Your answer must be a word-for-word copy of the listing below, minus its pictures.

+-------+

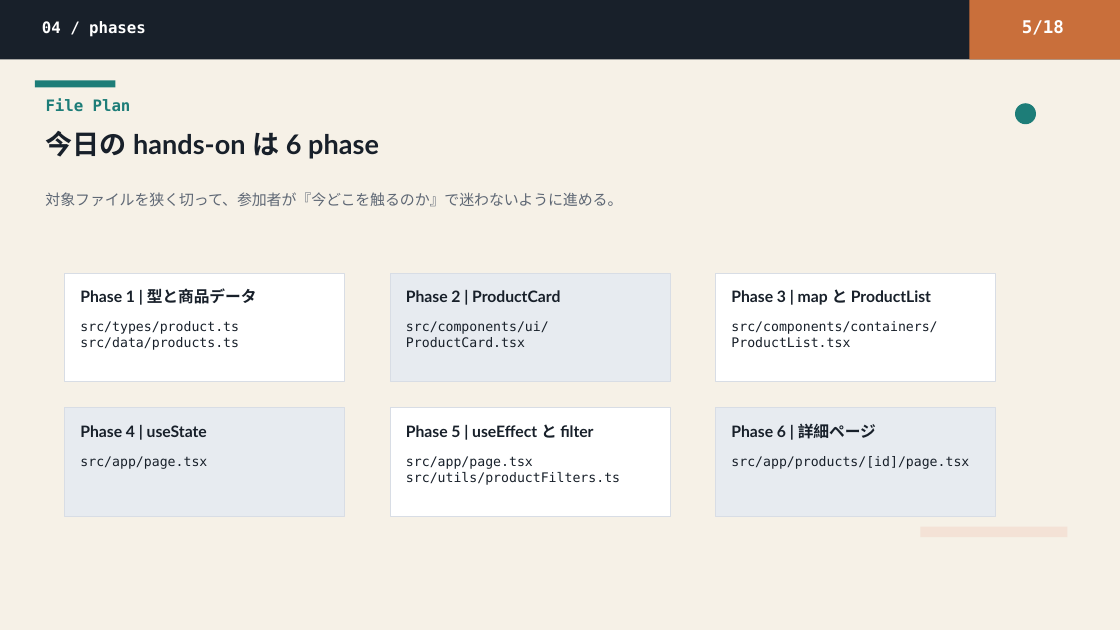
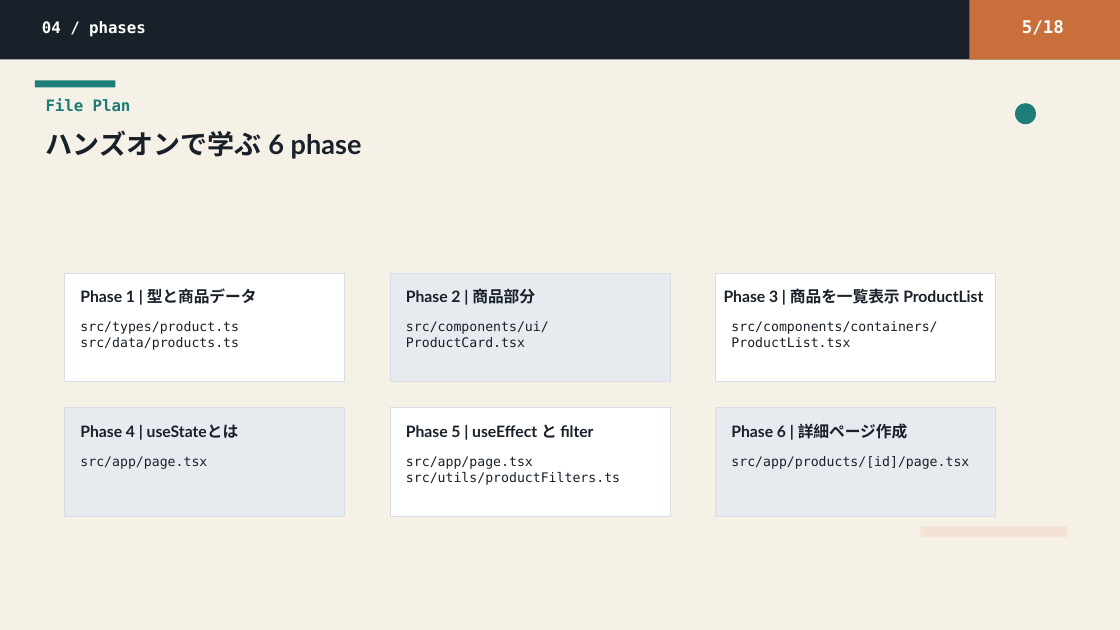
Before and after one commit to Kyutech-Code-Lab/KCLhackEC-2026, a slide deck: slide 3 of materials/2026/slides/kcl-frontend-2026-handson-ans.pptx (slide 5 before the commit). Drawn at 1120x630 pixels with LibreOffice and Linux fonts; fonts in the diff are those of the drawing. Boxes give left, top, right and bottom in pixels: in the first picture for what was removed or moved away, otherwise in the second. Text is boxed around its words. In the diff, an @@ line names an element or a change of style, - is before the commit and + after.

```diff
--- a/materials/2026/slides/kcl-frontend-2026-handson-ans.pptx
+++ b/materials/2026/slides/kcl-frontend-2026-handson-ans.pptx
@@ rectangle: place and size @@
-rectangle at <box>0,0,1120,630</box>
+rectangle at <box>0,26,1120,630</box>
@@ text at <box>45,131,362,159</box>: text changed @@
-今日の hands-on は 6 phase
+ハンズオンで学ぶ 6 phase
@@ text removed at <box>45,192,622,207</box> @@
-対象ファイルを狭く切って、参加者が『今どこを触るのか』で迷わないように進める。
@@ text at <box>406,288,535,304</box>: text changed @@
-Phase 2 | ProductCard
+Phase 2 | 商品部分
@@ text at <box>724,288,983,304</box>: text changed @@
-Phase 3 | map と ProductList
+Phase 3 | 商品を一覧表示 ProductList
@@ text at <box>80,424,239,438</box>: text changed @@
-Phase 4 | useState
+Phase 4 | useStateとは
@@ text at <box>731,423,907,439</box>: text changed @@
-Phase 6 | 詳細ページ
+Phase 6 | 詳細ページ作成
```
Also in this commit, not shown: 4 other slides changed, 3 slides removed, 7 other files.

+-------+

*Answer to the exercise:*
Before and after one commit to Kyutech-Code-Lab/KCLhackEC-2026, a slide deck: slide 3 of materials/2026/slides/kcl-frontend-2026-handson-ans.pptx (slide 5 before the commit). Drawn at 1120x630 pixels with LibreOffice and Linux fonts; fonts in the diff are those of the drawing. Boxes give left, top, right and bottom in pixels: in the first picture for what was removed or moved away, otherwise in the second. Text is boxed around its words. In the diff, an @@ line names an element or a change of style, - is before the commit and + after.

```diff
--- a/materials/2026/slides/kcl-frontend-2026-handson-ans.pptx
+++ b/materials/2026/slides/kcl-frontend-2026-handson-ans.pptx
@@ rectangle: place and size @@
-rectangle at <box>0,0,1120,630</box>
+rectangle at <box>0,26,1120,630</box>
@@ text at <box>45,131,362,159</box>: text changed @@
-今日の hands-on は 6 phase
+ハンズオンで学ぶ 6 phase
@@ text removed at <box>45,192,622,207</box> @@
-対象ファイルを狭く切って、参加者が『今どこを触るのか』で迷わないように進める。
@@ text at <box>406,288,535,304</box>: text changed @@
-Phase 2 | ProductCard
+Phase 2 | 商品部分
@@ text at <box>724,288,983,304</box>: text changed @@
-Phase 3 | map と ProductList
+Phase 3 | 商品を一覧表示 ProductList
@@ text at <box>80,424,239,438</box>: text changed @@
-Phase 4 | useState
+Phase 4 | useStateとは
@@ text at <box>731,423,907,439</box>: text changed @@
-Phase 6 | 詳細ページ
+Phase 6 | 詳細ページ作成
```
Also in this commit, not shown: 4 other slides changed, 3 slides removed, 7 other files.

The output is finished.